There will be a nominee, likely announced shortly before the first presidential debate on September 29th, if not sooner.  Senate Republicans will likely go through the early stages of the confirmation process, perhaps setting up hearings. But for a number of reasons, there is internal debate over whether to attempt a floor vote before the election -- although I think expediting the process and holding a pre-election vote would be entirely acceptable, and quite possibly preferable. The Left, which is already whipped into a fevered lather, is exceptionally motivated for this election. SCOTUS is a potent motivator for conservative voters, so both the Trump campaign and Senate Republican campaigns have some incentive to maintain this as an active campaign issue through early November. As an aside, do you think Republicans would rather fight on this turf, or over Coronavirus, week after week? In any case, I think this is roughly correct, if the final vote is held until post-election: If Trump wins re-election, his nominee will go through. If he loses, but Republicans maintain Senate control, it'll be a big fight during the lame duck session, but confirmation would be very realistic. With gridlock ahead and ample historical precedent on their side, the GOP would probably be inclined to install the outgoing president's nominee on the bench.


But if Republicans lose the presidency and the Senate in November, which is a real possibility, I'm not sure the political will to ram through a nominee, over the clearly-expressed will of the people, would exist -- and I'm not sure it should.  That is the serious risk of waiting.  Yes, lame duck SCOTUS confirmations have occurred in the past, but I think that such an effort by defeated Republicans would further inflame a highly combustible situation. It would harm the republic. And it would increase the likelihood that even the handful of moderate-leaning Democrats in the Senate would be motivated to go along with wild overreach -- like nuking the legislative filibuster, packing the Court, or adding states to the union for political gain (all of which some Democrats were threatening before this vacancy occurred). Between the pandemic, the profound economic strain, the racial tension, and the social unrest, the country feels like it may be nearing a breaking point.
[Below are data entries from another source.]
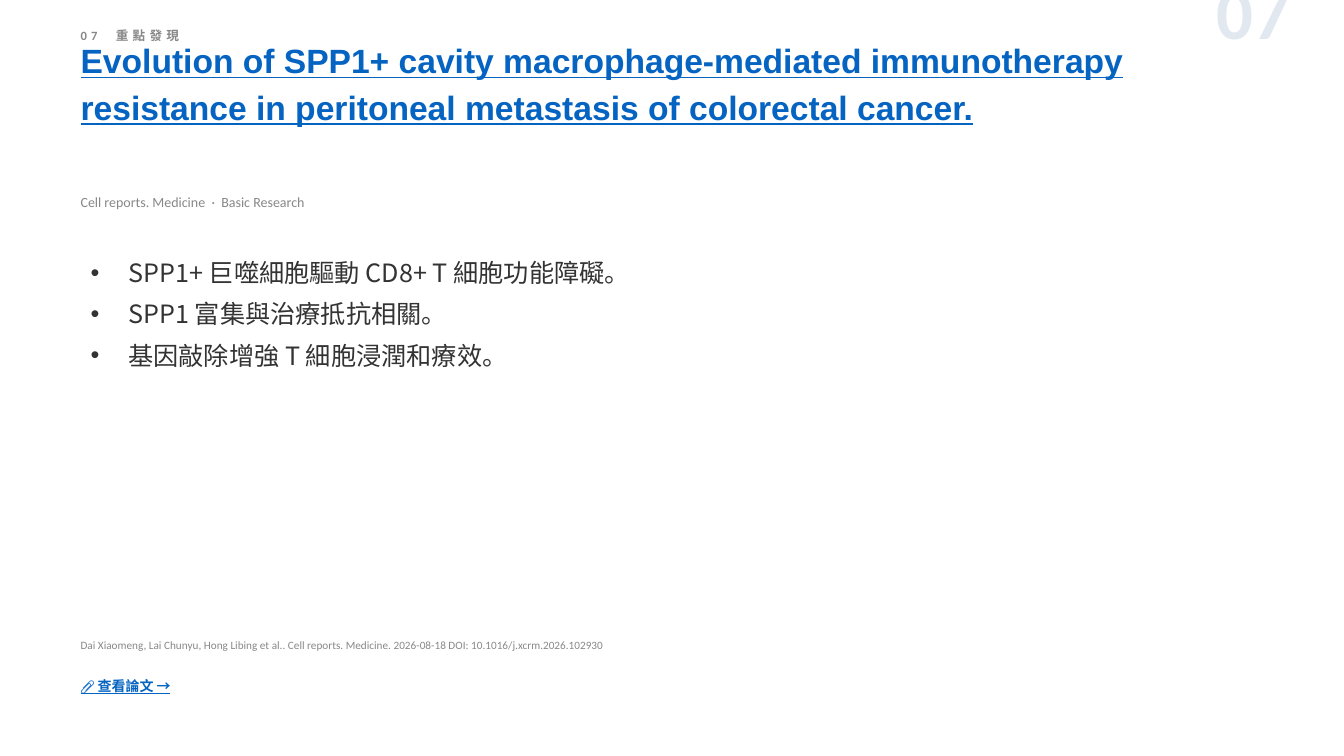
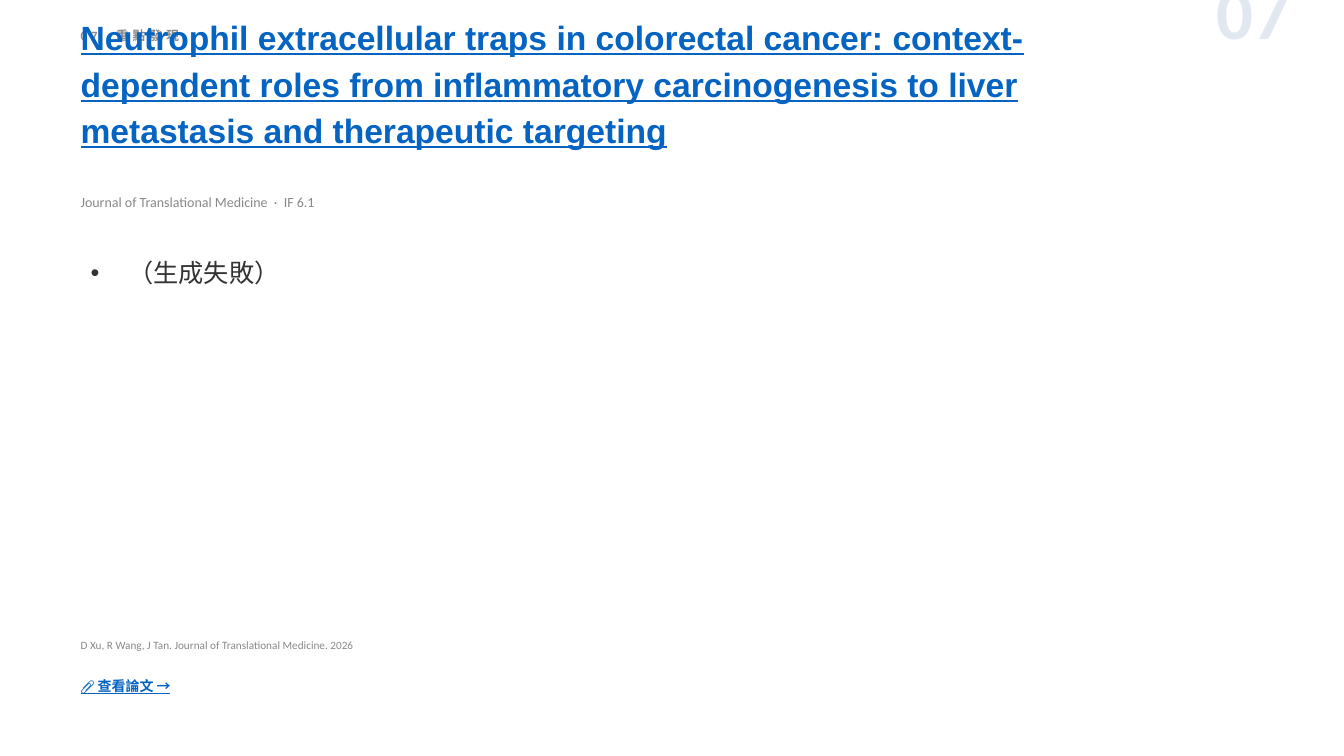
Before and after one commit to jejenhu-maker/colorectal-weekly-digest, a slide deck: slide 9 of docs/digest-zh.pptx. Drawn at 1344x756 pixels with LibreOffice and Linux fonts; fonts in the diff are those of the drawing. Boxes give left, top, right and bottom in pixels: in the first picture for what was removed or moved away, otherwise in the second. Text is boxed around its words. In the diff, an @@ line names an element or a change of style, - is before the commit and + after.

```diff
--- a/docs/digest-zh.pptx
+++ b/docs/digest-zh.pptx
@@ text at (81, 25, 1024, 150): text changed @@
-Evolution of SPP1+ cavity macrophage-mediated immunotherapy resistance in peritoneal metastasis of colorectal cancer.
+Neutrophil extracellular traps in colorectal cancer: context-dependent roles from inflammatory carcinogenesis to liver metastasis and therapeutic targeting
@@ text at (81, 197, 315, 207): text changed @@
-Cell reports. Medicine · Basic Research
+Journal of Translational Medicine · IF 6.1
@@ text at (128, 260, 279, 285): text changed @@
-• SPP1+ 巨噬細胞驅動 CD8+ T 細胞功能障礙。
-• SPP1 富集與治療抵抗相關。
-• 基因敲除增強 T 細胞浸潤和療效。
+• （生成失敗）
@@ text at (81, 641, 353, 651): text changed @@
-Dai Xiaomeng, Lai Chunyu, Hong Libing et al.. Cell reports. Medicine. 2026-08-18 DOI: 10.1016/j.xcrm.2026.102930
+D Xu, R Wang, J Tan. Journal of Translational Medicine. 2026
```
Also in this commit, not shown: 12 other slides changed, 1 slide added, 1 slide removed, 2 other files.

A GOP mission to fulfill its constitutional prerogative to confirm a new justice this year will already be extremely controversial, even though it's totally justified. The Democrats, the media and the organized Left will be on the warpath. The GOP should either clear the nomination before election day or roll the dice. A Republican victory in November or a mixed electoral verdict would support a confirmation. An across-the-board Republican defeat probably would, and probably ought to, end the nomination.  Think about the consequences of going 0-for-3,

Finally, there's this, which echoes what I've been hearing from well-placed sources. I'd add that Judge Amul Thapar, a McConnell favorite, was also in the mix. Thapar would have been the first Asian-American nominated to the Supreme Court, which would add a few wrinkles to the optics and dynamics of the situation. But my sources initially said that it's almost certainly going to be a woman, for all the obvious reasons, and Trump himself confirmed that to be the case on Saturday:


Brace yourselves; we are in for one of the most divisive and ugly fights in modern American history. I'll leave you with a short summary of my trifecta of powerful, bottom-line arguments for why the Senate GOP should move to fill this vacancy (notwithstanding my caveat about trying to do so post-election if Democrats sweep):

(1) Constitutional authority on this issue is unambiguous.

(2) History and precedent clearly favor confirmation under these circumstances.

(3) Democracy. The most recent elections to decide control of the two political entities that make this decision (the presidency and Senate) were won by Republicans. Trump was elected president, then Republicans expanded their Senate majority two years later -- thanks to races in which judges and the courts were a central issue. I'd also add that Democrats would almost certainly do this if roles were reversed and they held the levers of power that the GOP currently does.